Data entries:
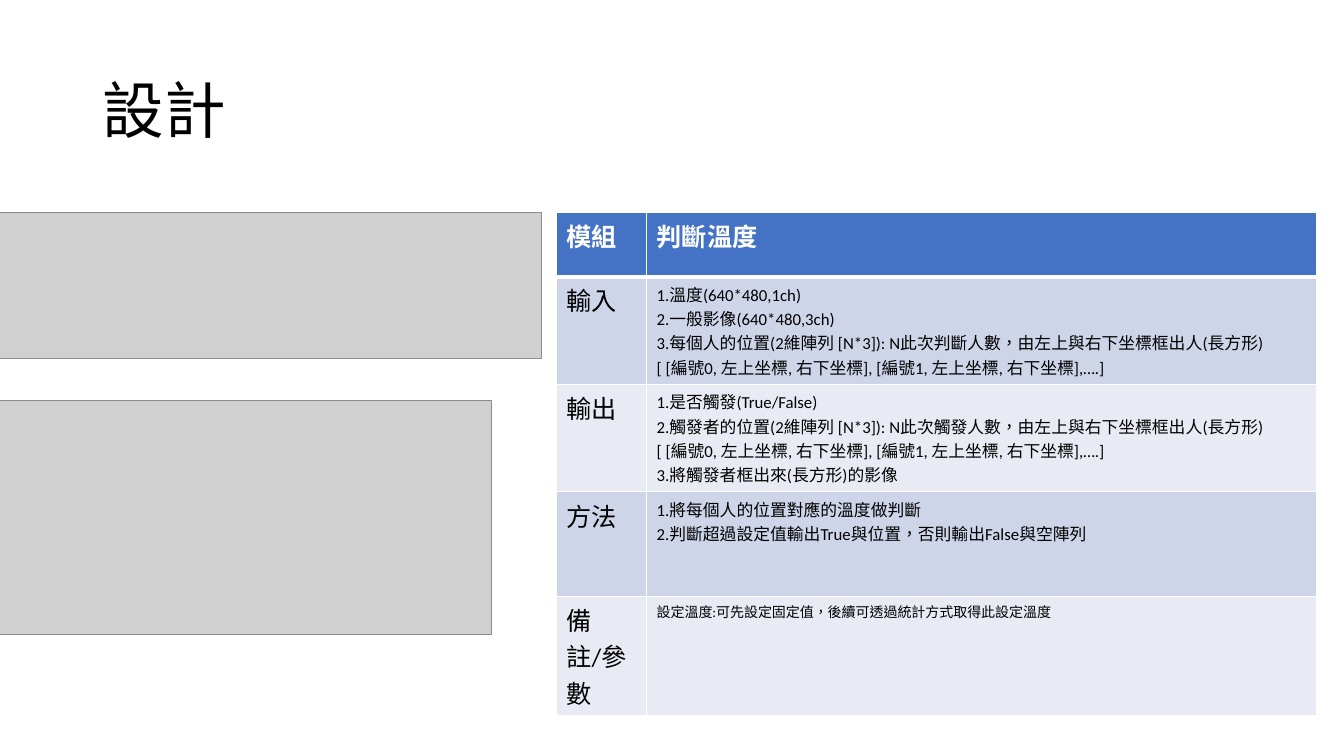
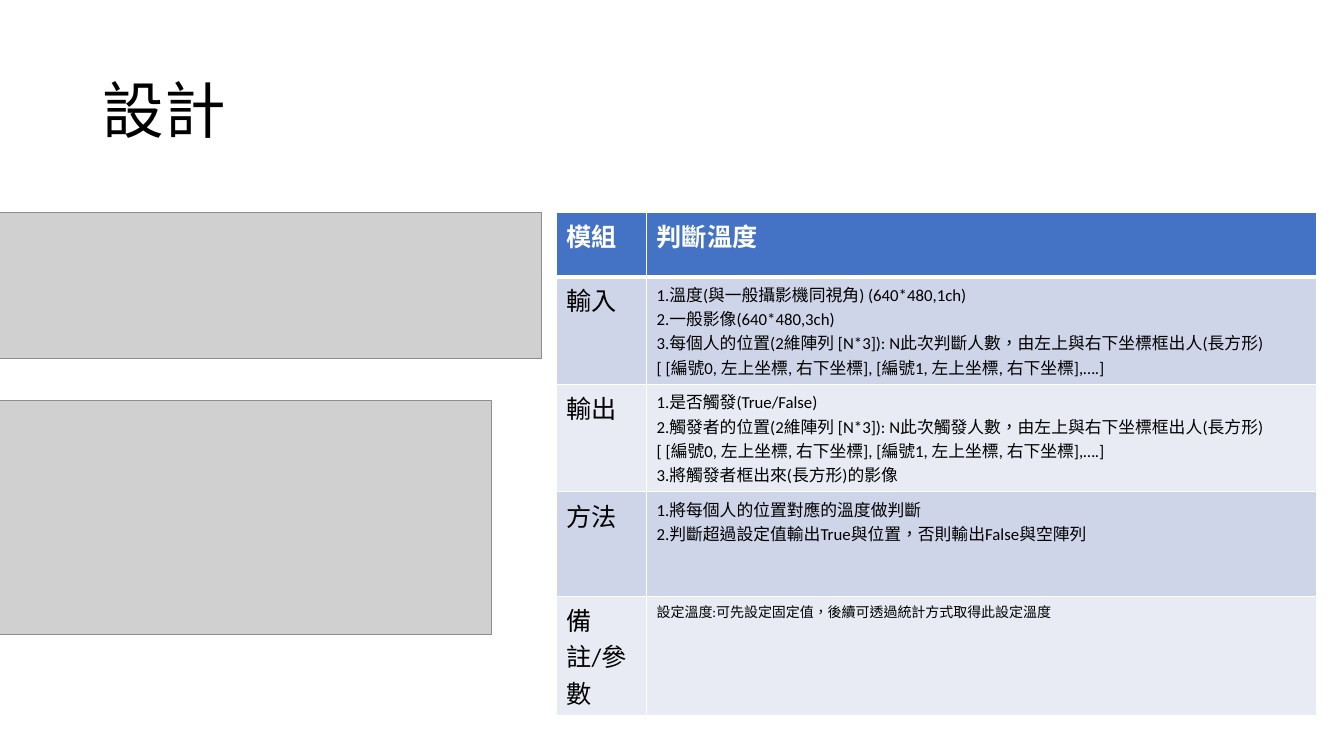
Before and after one commit to HsuTengHsiung/Image-processing, a slide deck: slide 9 of 000.作業紀錄/人體溫度判斷.pptx. Drawn at 1344x756 pixels with LibreOffice and Linux fonts; fonts in the diff are those of the drawing; grey boxes stand for pictures. Boxes give left, top, right and bottom in pixels: in the first picture for what was removed or moved away, otherwise in the second. Text is boxed around its words. In the diff, an @@ line names an element or a change of style, - is before the commit and + after.

```diff
--- a/000.作業紀錄/人體溫度判斷.pptx
+++ b/000.作業紀錄/人體溫度判斷.pptx
@@ table at (557, 213, 1318, 709) @@
-row 2, column 2: 1.溫度(640*480,1ch) / 2.一般影像(640*480,3ch) / 3.每個人的位置(2維陣列 [N*3]): N此次判斷人數，由左上與右下坐標框出人(長方形) [ [編號0, 左上坐標, 右下坐標], [編號1, 左上坐標, 右下坐標],….]
+row 2, column 2: 1.溫度(與一般攝影機同視角) (640*480,1ch) / 2.一般影像(640*480,3ch) / 3.每個人的位置(2維陣列 [N*3]): N此次判斷人數，由左上與右下坐標框出人(長方形) [ [編號0, 左上坐標, 右下坐標], [編號1, 左上坐標, 右下坐標],….]
```
Also in this commit, not shown: 1 other slide changed.

# What to work on
Retype each entry exactly. No pictures.

# Written response
Before and after one commit to HsuTengHsiung/Image-processing, a slide deck: slide 9 of 000.作業紀錄/人體溫度判斷.pptx. Drawn at 1344x756 pixels with LibreOffice and Linux fonts; fonts in the diff are those of the drawing; grey boxes stand for pictures. Boxes give left, top, right and bottom in pixels: in the first picture for what was removed or moved away, otherwise in the second. Text is boxed around its words. In the diff, an @@ line names an element or a change of style, - is before the commit and + after.

```diff
--- a/000.作業紀錄/人體溫度判斷.pptx
+++ b/000.作業紀錄/人體溫度判斷.pptx
@@ table at (557, 213, 1318, 709) @@
-row 2, column 2: 1.溫度(640*480,1ch) / 2.一般影像(640*480,3ch) / 3.每個人的位置(2維陣列 [N*3]): N此次判斷人數，由左上與右下坐標框出人(長方形) [ [編號0, 左上坐標, 右下坐標], [編號1, 左上坐標, 右下坐標],….]
+row 2, column 2: 1.溫度(與一般攝影機同視角) (640*480,1ch) / 2.一般影像(640*480,3ch) / 3.每個人的位置(2維陣列 [N*3]): N此次判斷人數，由左上與右下坐標框出人(長方形) [ [編號0, 左上坐標, 右下坐標], [編號1, 左上坐標, 右下坐標],….]
```
Also in this commit, not shown: 1 other slide changed.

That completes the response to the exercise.